While the present invention has been described in detail with reference to exemplary embodiments, those skilled in the art will appreciate that various modifications and substitutions can be made thereto without departing from the spirit and scope of the invention as set forth in the appended claims.

Claims

1. A non-transitory program storage device readable by a computer, tangibly embodying a program of instructions executed by the computer to perform the method steps for selecting an analysis procedure for a value series, the method comprising the steps of:

displaying a value series on a computer display monitor;

receiving one or more sequences of user provided annotations, wherein said annotations overlay at least a sub-interval of said value series on said computer display monitor;

using said sequences of user provided annotations to select an optimal value series analysis method from a set of value series analysis methods, wherein selecting an optimal value series analysis method includes determining parameter values for said optimal value series analysis method; and

presenting said selected optimal value series analysis method and parameters, and said optimal reconstruction of said annotation sequences to the user.

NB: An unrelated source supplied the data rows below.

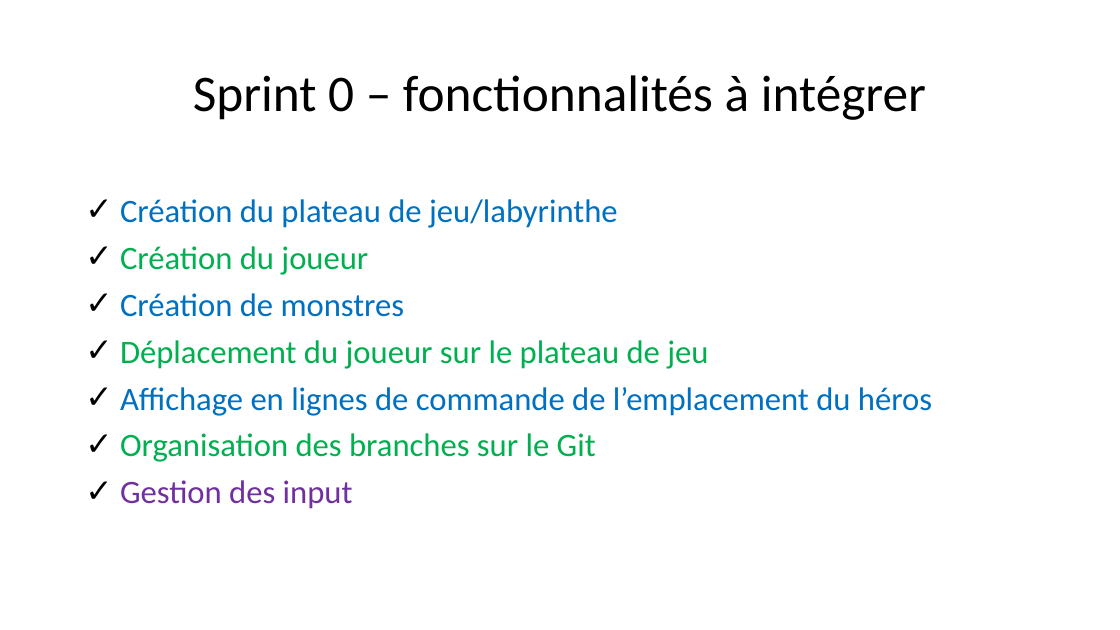
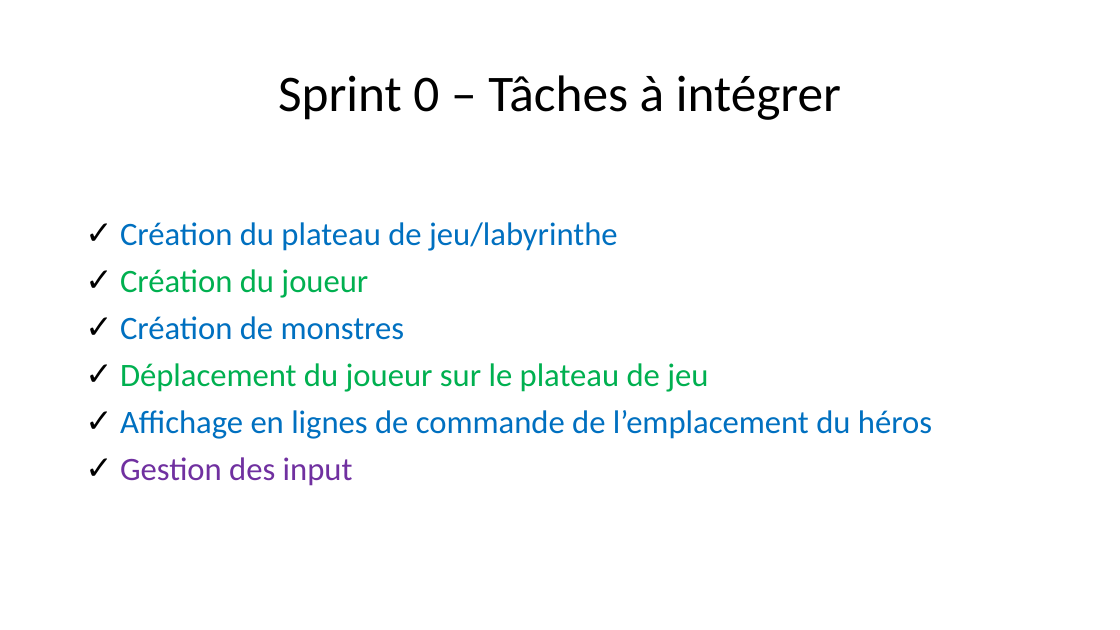
Before and after one commit to HamaraH/projet_labyrinthe, a slide deck: slide 3 of Présentation ACL.pptx. Drawn at 1120x630 pixels with LibreOffice and Linux fonts; fonts in the diff are those of the drawing. Boxes give left, top, right and bottom in pixels: in the first picture for what was removed or moved away, otherwise in the second. Text is boxed around its words. In the diff, an @@ line names an element or a change of style, - is before the commit and + after.

```diff
--- a/Présentation ACL.pptx
+++ b/Présentation ACL.pptx
@@ title at [278,75,841,120]: text changed @@
-Sprint 0 – fonctionnalités à intégrer
+Sprint 0 – Tâches à intégrer
@@ text at [120,433,596,462]: paragraph removed @@
-✓ Organisation des branches sur le Git
```
Also in this commit, not shown: 6 other slides changed, 1 slide added.

2. The computer readable program storage device of claim 1, the method further comprising, after presenting said selected optimal value series analysis method to the user, receiving additional sequences of user provided annotations from the user, and selecting another optimal value series analysis method from a set of value series analysis methods that optimally reconstructs said sequences of user provided annotations.

3. The computer readable program storage device of claim 1, the method further comprising displaying a plurality of value series on said computer display monitor, wherein at least one sequence of user provided annotations connects points in different value series.

4. The computer readable program storage device of claim 1, wherein said value series is a time series, and further comprising segmenting said time series into segments based on a sequence of user provided annotations.

5. The computer readable program storage device of claim 4, wherein selecting an optimal value series analysis method that optimally reconstructs said sequences of user provided annotations comprises, for segments that are annotated by the user, determining an optimal filter that minimizes an error between time series points in the segment and the user annotations.

6. The computer readable program storage device of claim 4, wherein selecting an optimal value series analysis method that optimally reconstructs said sequences of user provided annotations comprises, for segments that are not annotated by the user, identifying a similar annotated segment, and determining an optimal filter that minimizes an error between time series points in the unannotated segment and the annotated segment.

7. The computer readable program storage device of claim 6, wherein a similar annotated segment is identified based on a variance and frequency distribution of the unannotated segment and the annotated segment.

8. The computer readable program storage device of claim 6, wherein a similar annotated segment is identified based on an error distribution between the unannotated segment before and after being filtered by said optimal filter.

9. The computer readable program storage device of claim 6, the method further comprising clustering all segments for which no similar annotated segment is identified into one or more clusters based on general characteristics of each segment, and presenting a representative of each cluster to the user for annotation.

10. The computer readable program storage device of claim 1, the method further comprising extracting features that maximally correlate different sequences of user provided annotations.

11. The computer readable program storage device of claim 10, wherein said features include one or more of a lag value and a window width.

12. The computer readable program storage device of claim 1, wherein said optimal value series analysis method optimally reconstructs the user provided annotation sequences.